### WHAT YOU NEED TO DO
Start at the top of the records and, please, print each line exactly through the line that contains "The game is", leaving out all pictures.

(Records from a collection)
=== Begin Enclosure ===
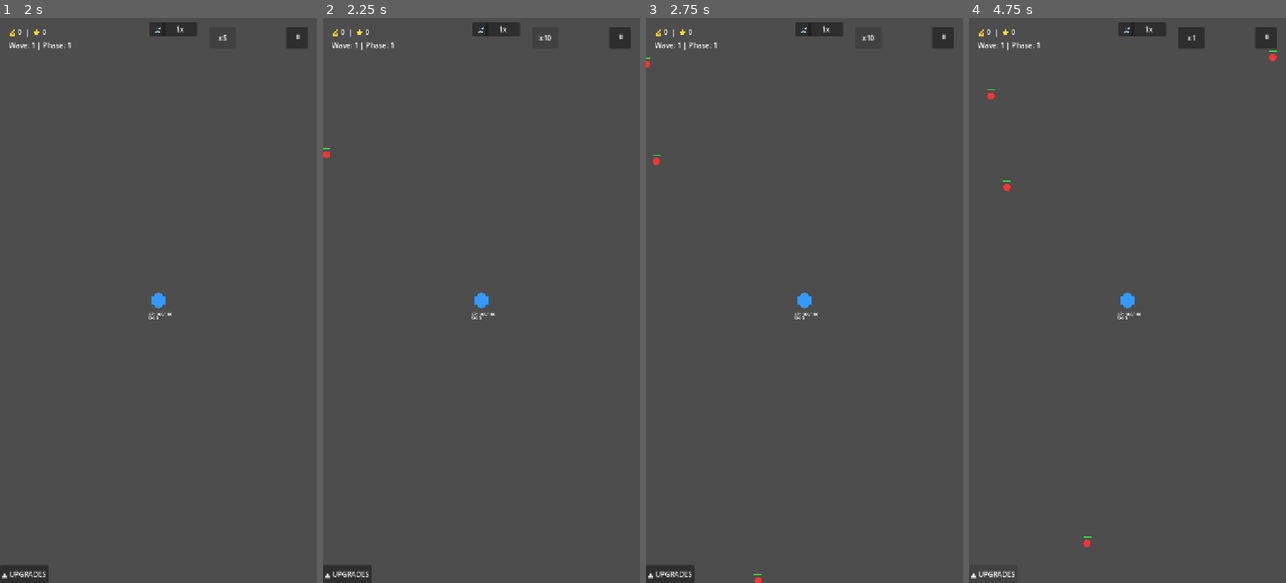
Above: before the commit, frames 1-4 (left to right).
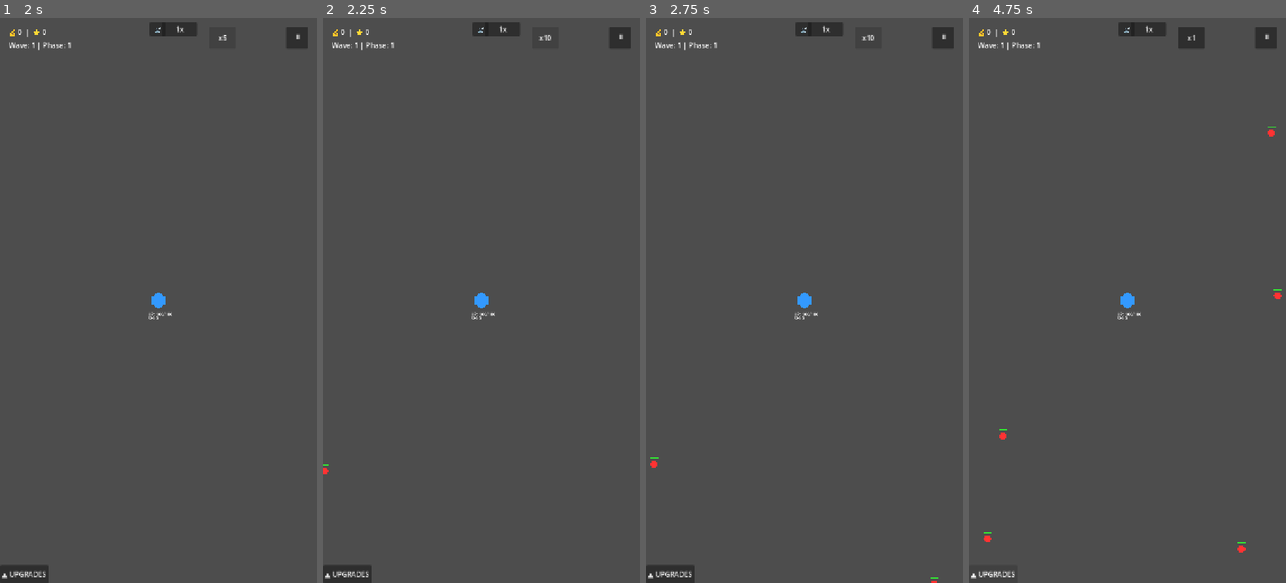
Above: after the commit, the same moments.

Repository: elydarstudio/Base_Defence
Game: Godot game, scene res://Scenes/StartMenu.tscn
The game is run twice, just before and just after one commit, with the same random seed, the same clock (stepped at 60 frames per second) and the same inputs. Sound files missing from this copy of the repository are replaced by a short silence.
Inputs:
- Up to frame 1 (2 s): click "PLAY" at 0.5 s; click "x1" at 1.25 s
- Up to frame 2 (2.25 s): click "x5" at 2 s
- Up to frame 3 (2.75 s): no input
- Up to frame 4 (4.75 s): click "x10" at 2.75 s; click "▲ UPGRADES" at 3.5 s; click "▼ UPGRADES" at 4.25 s

Frame 1 is identical in both runs. In frame 2, less than 0.1% of the frame differs, in the area x 0-3%, y 23-81%; in frame 3, 0.1%; in frame 4, 0.3%, in the area x 4-99%, y 5-95%.

Commit message:
Refactored main.gd added spawnmanager to handle all logic, functioning

Diff:
--- a/base-defence/Scripts/main.gd
+++ b/base-defence/Scripts/main.gd
@@ -2,10 +2,6 @@
 
 # ── Scenes ────────────────────────────────────
 var bullet_scene = preload("res://Scenes/projectile.tscn")
-var enemy_scene = preload("res://Scenes/enemy.tscn")
-var brute_scene = preload("res://Scenes/brute.tscn")
-var runner_scene = preload("res://Scenes/runner.tscn")
-var boss_scene = preload("res://Scenes/boss.tscn")
 var damage_number_scene = preload("res://Scenes/damage_number.tscn")
 
 # ── Game Speed ────────────────────────────────
@@ -13,8 +9,6 @@
 var speed_steps: Array = [1.0, 1.5, 2.0]
 
 # ── Spawn ─────────────────────────────────────
-var spawn_timer: float = 0.0
-var spawn_edge: int = 0
 var enemies_to_spawn: int = 0
 var enemies_spawned: int = 0
 var wave_complete: bool = false
@@ -178,35 +172,8 @@
 	"UTILLocked": 999,
 }
 
-
-func debug_check():
-	print("=== DEBUG CHECK START ===")
-
-	var base = get_node_or_null("Base")
-	print("Base exists:", base != null)
-
-	var ui = get_node_or_null("UI")
-	print("UI exists:", ui != null)
-
-	var panel = get_node_or_null("UI/UpgradePanel")
-	print("UpgradePanel exists:", panel != null)
-
-	var atk_btn = get_node_or_null("UI/UpgradePanel/ColumnsContainer/ATKColumn/ATKSpdButton")
-	print("ATKSpdButton exists:", atk_btn != null)
-
-	var tooltip = get_node_or_null("UI/TooltipPanel")
-	print("TooltipPanel exists:", tooltip != null)
-
-	print("=== DEBUG CHECK END ===")
-
-
 # ── Ready ─────────────────────────────────────
 func _ready():
-	enemy_scene = preload("res://Scenes/enemy.tscn")
-	brute_scene = preload("res://Scenes/brute.tscn")
-	runner_scene = preload("res://Scenes/runner.tscn")
-	boss_scene = preload("res://Scenes/boss.tscn")
-	damage_number_scene = preload("res://Scenes/damage_number.tscn")
 	phase = SaveManager.data.get("start_phase", 1)
 	difficulty = (phase - 1) * 10
 	$Base.set_bullet_scene(bullet_scene)
@@ -216,7 +183,8 @@
 	$UpgradeManager.apply_workshop_floors()
 	$UIManager.setup(self, $Base)
 	$UIManager.apply_unlock_level()
-	enemies_to_spawn = _get_wave_enemy_count()
+	$SpawnManager.setup(self)
+	enemies_to_spawn = $SpawnManager.get_wave_enemy_count()
 	tooltip_buttons = {
 		$UI/UpgradePanel/ColumnsContainer/ATKColumn/ATKSpdButton: "atk_spd",
 		$UI/UpgradePanel/ColumnsContainer/ATKColumn/DmgButton: "damage",
@@ -249,58 +217,7 @@
 func _process(delta):
 	if game_over or boss_wave or wave_complete:
 		return
-	spawn_timer += delta
-	var current_spawn_interval = (0.8 / (1.0 + (difficulty * 0.09))) * randf_range(0.8, 1.2)
-	if spawn_timer >= current_spawn_interval and enemies_spawned < enemies_to_spawn:
-		spawn_timer = 0.0
-		enemies_spawned += 1
-		_spawn_enemy()
-
-# ── Spawning ──────────────────────────────────
-func _get_wave_enemy_count() -> int:
-	return int(BASE_ENEMIES_PER_WAVE + (wave * ENEMIES_PER_WAVE_WAVE_SCALING) + (phase * ENEMIES_PER_WAVE_PHASE_SCALING))
-
-func _get_spawn_scene() -> PackedScene:
-	if phase < 2:
-		return enemy_scene
-	var brute_every: int = max(6, 10 - (phase - 2))
-	var runner_every: int = max(4, 8 - (phase - 3)) if phase >= 3 else 0
-	if runner_every > 0 and enemies_spawned % runner_every == 0:
-		return runner_scene
-	if enemies_spawned % brute_every == 0:
-		return brute_scene
-	return enemy_scene
-
-func _spawn_enemy():
-	var scene = _get_spawn_scene()
-	var e = scene.instantiate()
-	add_child(e)
-	e.setup($Base, self)
-	e.scale_to_wave(difficulty)
-	e.global_position = _random_edge_position()
-
-func _random_edge_position() -> Vector2:
-	spawn_edge = (spawn_edge + 1) % 6
-	match spawn_edge:
-		0: return Vector2(randf_range(-240, 960), -500)
-		1: return Vector2(randf_range(-240, 960), 1800)
-		2: return Vector2(-240, randf_range(-500, 1800))
-		3: return Vector2(-240, randf_range(-500, 1800))
-		4: return Vector2(960, randf_range(-500, 1800))
-		5: return Vector2(960, randf_range(-500, 1800))
-	return Vector2.ZERO
-
-func _spawn_boss():
-	boss_wave = true
-	boss_alive = true
-	var b = boss_scene.instantiate()
-	add_child.call_deferred(b)
-	b.setup($Base, self)
-	b.scale_to_phase(phase)
-	b.global_position = Vector2(360, -40)
-	$UI/WaveLabel.text = "⚠ BOSS WAVE ⚠ | Phase: " + str(phase)
-	$UIManager.boss_spawn_flash()
-	AudioManager.play(AudioManager.sfx_boss_spawn)
+	$SpawnManager.tick(delta)
 
 # ── Wave Progression ──────────────────────────
 func on_enemy_killed():
@@ -314,7 +231,7 @@
 	wave += 1
 	difficulty += 1
 	enemies_spawned = 0
-	enemies_to_spawn = _get_wave_enemy_count()
+	enemies_to_spawn = $SpawnManager.get_wave_enemy_count()
 	wave_complete = false
 	if wave % 10 != 0:
 		$UIManager.wave_complete_flash()
@@ -324,7 +241,7 @@
 	SaveManager.data["legacy_points"] += lp_total
 	SaveManager.save_game()
 	if wave % 10 == 0:
-		_spawn_boss()
+		$SpawnManager.spawn_boss()
 	else:
 		_update_ui()
 
@@ -335,7 +252,7 @@
 	phase += 1
 	difficulty += int(pow(phase, 1.8) * 3)
 	enemies_spawned = 0
-	enemies_to_spawn = _get_wave_enemy_count()
+	enemies_to_spawn = $SpawnManager.get_wave_enemy_count()
 	wave_complete = false
 	enemies_killed = 0
 	if phase > SaveManager.data["max_start_phase"]:
@@ -385,7 +302,6 @@
 
 func _update_ui():
 	$UIManager.update_ui()
-
 
 func _on_tooltip_timer_timeout():
 	$UIManager.on_tooltip_timer_timeout()
@@ -418,7 +334,6 @@
 		SaveManager.save_game()
 		$UIManager.apply_unlock_level()
 
-
 # ── Pause ─────────────────────────────────────
 func _on_pause_button_pressed():
 	get_tree().paused = true
--- /dev/null
+++ b/base-defence/Scripts/spawnmanager.gd
@@ -0,0 +1,80 @@
+extends Node
+
+# ══════════════════════════════════════════════
+# SpawnManager
+# Owns all enemy spawn logic for the main game scene.
+# Add as child of Main, call setup() in main._ready().
+# Future game modes override spawn behavior here only.
+# ══════════════════════════════════════════════
+
+var main: Node = null
+
+var enemy_scene: PackedScene = preload("res://Scenes/enemy.tscn")
+var brute_scene: PackedScene = preload("res://Scenes/brute.tscn")
+var runner_scene: PackedScene = preload("res://Scenes/runner.tscn")
+var boss_scene: PackedScene = preload("res://Scenes/boss.tscn")
+
+var spawn_timer: float = 0.0
+var spawn_edge: int = 0
+
+func setup(main_node: Node) -> void:
+	main = main_node
+
+# ── Wave enemy count ──────────────────────────
+func get_wave_enemy_count() -> int:
+	return int(main.BASE_ENEMIES_PER_WAVE + (main.wave * main.ENEMIES_PER_WAVE_WAVE_SCALING) + (main.phase * main.ENEMIES_PER_WAVE_PHASE_SCALING))
+
+# ── Spawn tick — call from main._process() ────
+func tick(delta: float) -> void:
+	spawn_timer += delta
+	var current_spawn_interval = (0.8 / (1.0 + (main.difficulty * 0.09))) * randf_range(0.8, 1.2)
+	if spawn_timer >= current_spawn_interval and main.enemies_spawned < main.enemies_to_spawn:
+		spawn_timer = 0.0
+		main.enemies_spawned += 1
+		_spawn_enemy()
+
+# ── Enemy selection ───────────────────────────
+func _get_spawn_scene() -> PackedScene:
+	if main.phase < 2:
+		return enemy_scene
+	var brute_every: int = max(6, 10 - (main.phase - 2))
+	var runner_every: int = max(4, 8 - (main.phase - 3)) if main.phase >= 3 else 0
+	if runner_every > 0 and main.enemies_spawned % runner_every == 0:
+		return runner_scene
+	if main.enemies_spawned % brute_every == 0:
+		return brute_scene
+	return enemy_scene
+
+# ── Spawn enemy ───────────────────────────────
+func _spawn_enemy() -> void:
+	var scene = _get_spawn_scene()
+	var e = scene.instantiate()
+	main.add_child(e)
+	e.setup(main.get_node("Base"), main)
+	e.scale_to_wave(main.difficulty)
+	e.global_position = _random_edge_position()
+
+# ── Spawn boss ────────────────────────────────
+func spawn_boss() -> void:
+	main.boss_wave = true
+	main.boss_alive = true
+	var b = boss_scene.instantiate()
+	main.add_child.call_deferred(b)
+	b.setup(main.get_node("Base"), main)
+	b.scale_to_phase(main.phase)
+	b.global_position = Vector2(360, -40)
+	main.get_node("UI/WaveLabel").text = "⚠ BOSS WAVE ⚠ | Phase: " + str(main.phase)
+	main.get_node("UIManager").boss_spawn_flash()
+	AudioManager.play(AudioManager.sfx_boss_spawn)
+
+# ── Edge positions ────────────────────────────
+func _random_edge_position() -> Vector2:
+	spawn_edge = (spawn_edge + 1) % 6
+	match spawn_edge:
+		0: return Vector2(randf_range(-240, 960), -500)
+		1: return Vector2(randf_range(-240, 960), 1800)
+		2: return Vector2(-240, randf_range(-500, 1800))
+		3: return Vector2(-240, randf_range(-500, 1800))
+		4: return Vector2(960, randf_range(-500, 1800))
+		5: return Vector2(960, randf_range(-500, 1800))
+	return Vector2.ZERO
--- a/base-defence/main.tscn
+++ b/base-defence/main.tscn
@@ -5,6 +5,7 @@
 [ext_resource type="Script" uid="uid://yp36w3gewaxo" path="res://Scripts/economymanager.gd" id="3_h2yge"]
 [ext_resource type="Script" uid="uid://bmj1kkl342pan" path="res://Scripts/upgrademanager.gd" id="4_1bvp3"]
 [ext_resource type="Script" uid="uid://dh4td6q8fm1ca" path="res://Scripts/uimanager.gd" id="5_lquwl"]
+[ext_resource type="Script" uid="uid://clkxh22l8v5xt" path="res://Scripts/spawnmanager.gd" id="6_7mycd"]
 
 [sub_resource type="CircleShape2D" id="CircleShape2D_0xm2m"]
 radius = 30.0
@@ -369,6 +370,9 @@
 
 [node name="UIManager" type="Node" parent="." unique_id=1976316324]
 script = ExtResource("5_lquwl")
+
+[node name="SpawnManager" type="Node" parent="." unique_id=69405714]
+script = ExtResource("6_7mycd")
 
 [connection signal="pressed" from="UI/GameOverScreen/RestartButton" to="." method="_on_restart_button_pressed"]
 [connection signal="pressed" from="UI/GameOverScreen/MenuButton" to="." method="_on_menu_button_pressed"]
Not shown, added: base-defence/Scripts/spawnmanager.gd.uid
=== End Enclosure ===
### RESULT OF THIS EXERCISE
Above: before the commit, frames 1-4 (left to right).
Above: after the commit, the same moments.

Repository: elydarstudio/Base_Defence
Game: Godot game, scene res://Scenes/StartMenu.tscn
The game is run twice, just before and just after one commit, with the same random seed, the same clock (stepped at 60 frames per second) and the same inputs. Sound files missing from this copy of the repository are replaced by a short silence.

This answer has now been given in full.